Back to Engineering Vol. 3: From Cartridges to Pods

TL;DR: I’ve joined the OpenShift Bare Metal team at Red Hat. It feels a bit like coming home, back to OpenShift, and forward with Golang, into the gritty, fun world of image-based OS, provisioning, and at-scale cluster plumbing.

I started on OpenShift before it was “Kubernetes-shaped”

Twelve-plus years ago, OpenShift wasn’t the Kubernetes platform you know today. It was a Ruby-powered PaaS with cartridges for your favorite runtimes and databases. I even hosted my blog there for a while (yes, the one you’re reading now has ancestors living in little gears). You’d rhc your way to a running app and feel like a wizard. It was opinionated, developer-first, and, most importantly for me, an invitation to build.

Consulting and the OpenShift 3 years

When I joined Red Hat as a Middleware/AppDev consultant, I lived at the intersection of middleware and OpenShift CI/CD. That meant OpenShift 3: Kubernetes under the hood, templates, Jenkins pipelines, quirky edge cases, and lots of real customer problems. Consulting taught me speed, empathy, and preparation (read: build the deck before you walk into a room expecting 3 people and find 40). It also cemented my love for platforms that help teams ship better software, faster.

OpenShift 4 changed the shape of the platform

Then came OpenShift 4: image-based nodes, Operators everywhere, and a platform that leaned into being a product, not just a distribution. It felt like the moment OpenShift fully embraced its Kubernetes DNA while keeping the Red Hat polish: opinionated, secure-by-default, and boring in all the right places.

My zig-zag path inside Red Hat (and why it matters now)

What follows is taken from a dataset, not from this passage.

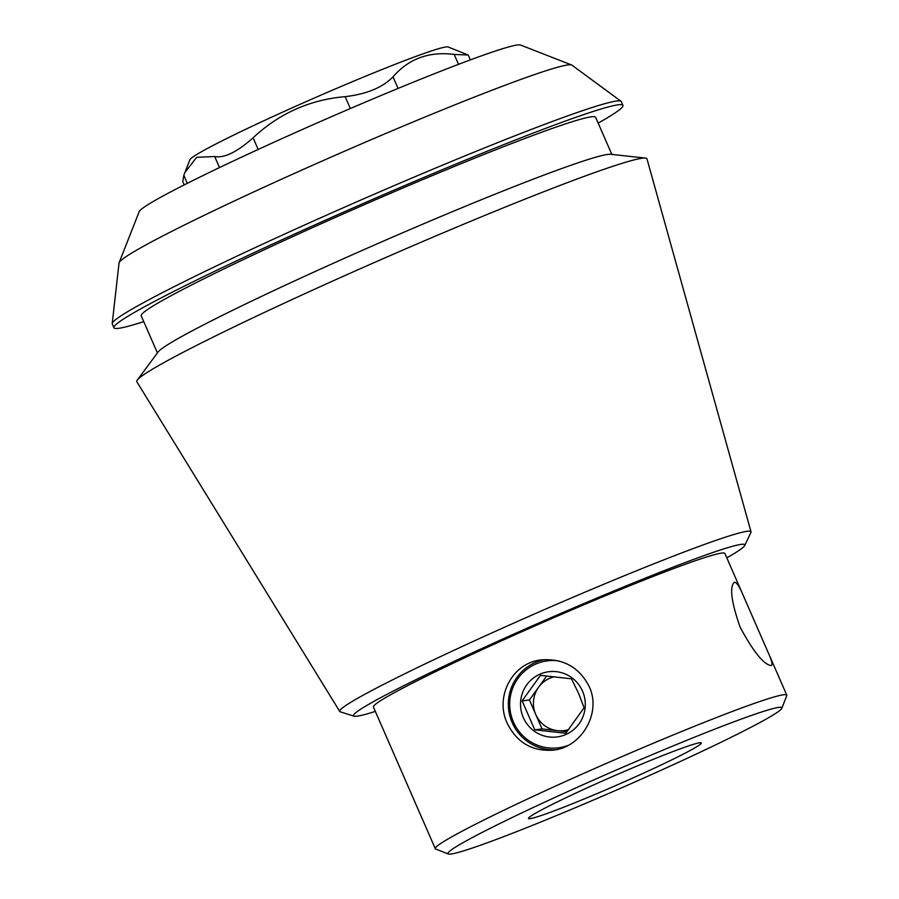 <?xml version="1.0" encoding="UTF-8"?>
<svg xmlns="http://www.w3.org/2000/svg" width="899" height="899" viewBox="0 0 899 899"><rect width="100%" height="100%" fill="white"/><g stroke="black" fill="none" stroke-linecap="round" stroke-linejoin="round"><path stroke-width="1.35" d="M529.961 818.674A94.316 4.776 -23.6 0 1 528.466 818.472A94.316 4.776 -23.6 0 1 612.983 776.343A94.316 4.776 -23.6 0 1 701.321 742.956A94.316 4.776 -23.6 0 1 623.951 781.95A94.316 4.776 -23.6 0 1 529.961 818.674M742.765 594.385L768.926 654.281C771.881 660.945 772.702 664.687 771.364 665.485L771.005 665.575C763.566 664.383 753.261 651.539 740.079 627.075C731.381 602.06 729.426 587.159 734.202 582.361L734.595 582.249C736.584 582.294 739.304 586.339 742.765 594.385L724.909 553.492A191.779 9.698 156.4 0 0 721.852 553.076A191.779 9.698 156.4 0 0 530.736 627.772A191.779 9.698 156.4 0 0 373.422 707.052L435.318 848.723A191.779 9.698 -23.6 0 1 592.632 769.432A191.779 9.698 -23.6 0 1 783.748 694.747A191.779 9.698 -23.6 0 1 786.794 695.163A191.779 9.698 -23.6 0 1 786.771 695.714L781.815 708.3A182.194 9.215 -23.6 0 1 628.176 784.951A182.194 9.215 -23.6 0 1 450.837 854.05A182.194 9.215 -23.6 0 1 448.331 853.994A182.194 9.215 -23.6 0 1 611.196 772.263A182.194 9.215 -23.6 0 1 781.815 708.3M507.216 723.223C494.506 696.68 512.565 662.158 541.996 659.844C563.583 658.484 579.327 667.384 589.193 686.555C601.903 713.053 581.248 747.934 552.728 750.171C531.95 751.429 516.779 742.45 507.216 723.223M555.368 749.777A45.523 44.849 83.2 0 1 512.194 722.627A45.523 44.849 83.2 0 1 544.491 659.619M258.17 149.459L253.08 137.805C279.162 113.431 309.852 99.71 345.149 96.654C366.68 94.137 382.637 87.529 392.998 76.82C408.787 58.682 429.183 51.232 454.186 54.434L468.21 55.03L448.107 46.973A141.098 7.136 -23.6 0 0 316.257 97.182A141.098 7.136 -23.6 0 0 189.846 159.808L183.823 175.294L182.767 181.598L184.205 184.913M253.08 137.805C237.055 152.088 224.256 158.325 214.692 156.516L196.645 157.314L184.778 172.675M571.607 64.975L520.499 45.017A208.31 10.541 156.4 0 0 517.644 44.95A208.31 10.541 156.4 0 0 314.875 123.95A208.31 10.541 156.4 0 0 139.21 211.602L119.129 262.654A247.203 12.507 -23.6 0 1 327.596 158.64A247.203 12.507 -23.6 0 1 568.224 64.885A247.203 12.507 -23.6 0 1 571.607 64.975A247.203 12.507 -23.6 0 1 571.91 65.133L621.007 101.272A277.746 14.047 156.4 0 0 616.86 101.003A277.746 14.047 156.4 0 0 343.789 207.534A277.746 14.047 156.4 0 0 112.206 323.561A277.746 14.047 156.4 0 0 112.263 323.988L113.903 327.753A277.746 14.047 156.4 0 0 143.739 321.628M375.321 711.401A213.479 10.799 -23.6 0 1 356.937 716.2A213.479 10.799 -23.6 0 1 354.127 716.166A213.479 10.799 -23.6 0 1 544.839 620.377A213.479 10.799 -23.6 0 1 744.709 545.524A213.479 10.799 -23.6 0 1 726.808 557.841M448.331 853.994L435.734 849.072A191.779 9.698 -23.6 0 1 435.318 848.723M598.161 123.096A277.746 14.047 156.4 0 0 622.928 105.363L621.276 101.598A277.746 14.047 156.4 0 0 621.007 101.272M112.206 323.561L119.039 262.98A247.203 12.507 -23.6 0 1 119.129 262.654M622.928 105.363A277.746 14.047 156.4 0 0 618.501 104.767A277.746 14.047 156.4 0 0 341.732 212.928A277.746 14.047 156.4 0 0 113.903 327.753M611.837 154.392L595.621 117.286A247.944 12.541 156.4 0 0 591.677 116.758A247.944 12.541 156.4 0 0 344.598 213.321A247.944 12.541 156.4 0 0 141.21 315.819L157.415 352.925M744.709 545.524L750.912 532.5A224.402 11.35 156.4 0 0 751.025 531.826L646.977 158.887A278.353 14.081 156.4 0 0 645.46 158.089L610.736 154.28A247.944 12.541 156.4 0 0 608.106 154.37A247.944 12.541 156.4 0 0 370.972 246.551A247.944 12.541 156.4 0 0 158.078 352.037L137.277 380.108A278.353 14.081 156.4 0 0 136.839 381.76L339.766 711.491A224.402 11.35 156.4 0 0 340.35 711.873L354.127 716.166M645.46 158.089A278.353 14.081 156.4 0 0 642.515 158.19A278.353 14.081 156.4 0 0 376.288 261.676A278.353 14.081 156.4 0 0 137.277 380.108M751.025 531.826A224.402 11.35 156.4 0 0 747.429 531.264A224.402 11.35 156.4 0 0 523.083 618.973A224.402 11.35 156.4 0 0 339.766 711.491M567.932 745.473A43.837 43.174 83.2 0 1 513.43 721.987A43.837 43.174 83.2 0 1 518.408 677.835A43.837 43.174 83.2 0 1 558.875 660.956M582.507 691.106A32.881 32.386 -96.8 0 0 526.713 684.903A32.881 32.386 -96.8 0 0 549.48 737.011A32.881 32.386 -96.8 0 0 582.507 691.106M565.763 733.269L584.103 707.76L578.506 693.196L571.461 678.812L540.468 675.363L522.117 700.872L534.77 729.819L565.763 733.269M568.775 729.516A27.397 26.992 83.2 0 1 538.58 687.252A27.397 26.992 83.2 0 1 554.312 676.745M546.704 675.958L529.41 699.995L542.063 728.954L567.011 731.73M529.41 699.995L522.117 700.872M542.063 728.954L534.77 729.819M350.34 108.532L345.149 96.654M398.066 88.439L392.998 76.82M458.524 64.346L454.186 54.434M187.34 183.329L183.823 175.294M219.525 167.574L214.692 156.516M470.357 59.896L468.222 55.019M768.937 654.27L786.794 695.163"/></g></svg>

I’ve worn a few hats here: consultant -> training -> engineering. On the engineering side I first joined the Kafka/Strimzi team, which I wrote about in “Back to Engineering: An engineer’s gainings through time.” Later I moved to Ansible Lightspeed, which became an adventure of its own and earned a sequel article: “Back to Engineering Vol. 2: A Path to Wisdom.” Both journeys stretched different muscles: platform building, developer tooling, content, and community, while keeping me close to the problems that real teams face every day.

So… why Bare Metal now?

Because the layers I want to understand deeply are the ones just below most people’s comfort zone:

  • RHEL CoreOS & image-based operations: reproducible nodes, transactional updates, and fewer snowflakes.
  • Go all day: my happy place, clean, fast, readable. (I wish we had Rust in the stack too:( )
  • Provisioning at scale: Assisted Installer, Metal³, and Ironic, plus ZTP workflows.
  • Owning the “boring bits”: boot flows, disk layouts, updates, where reliability is earned, not assumed.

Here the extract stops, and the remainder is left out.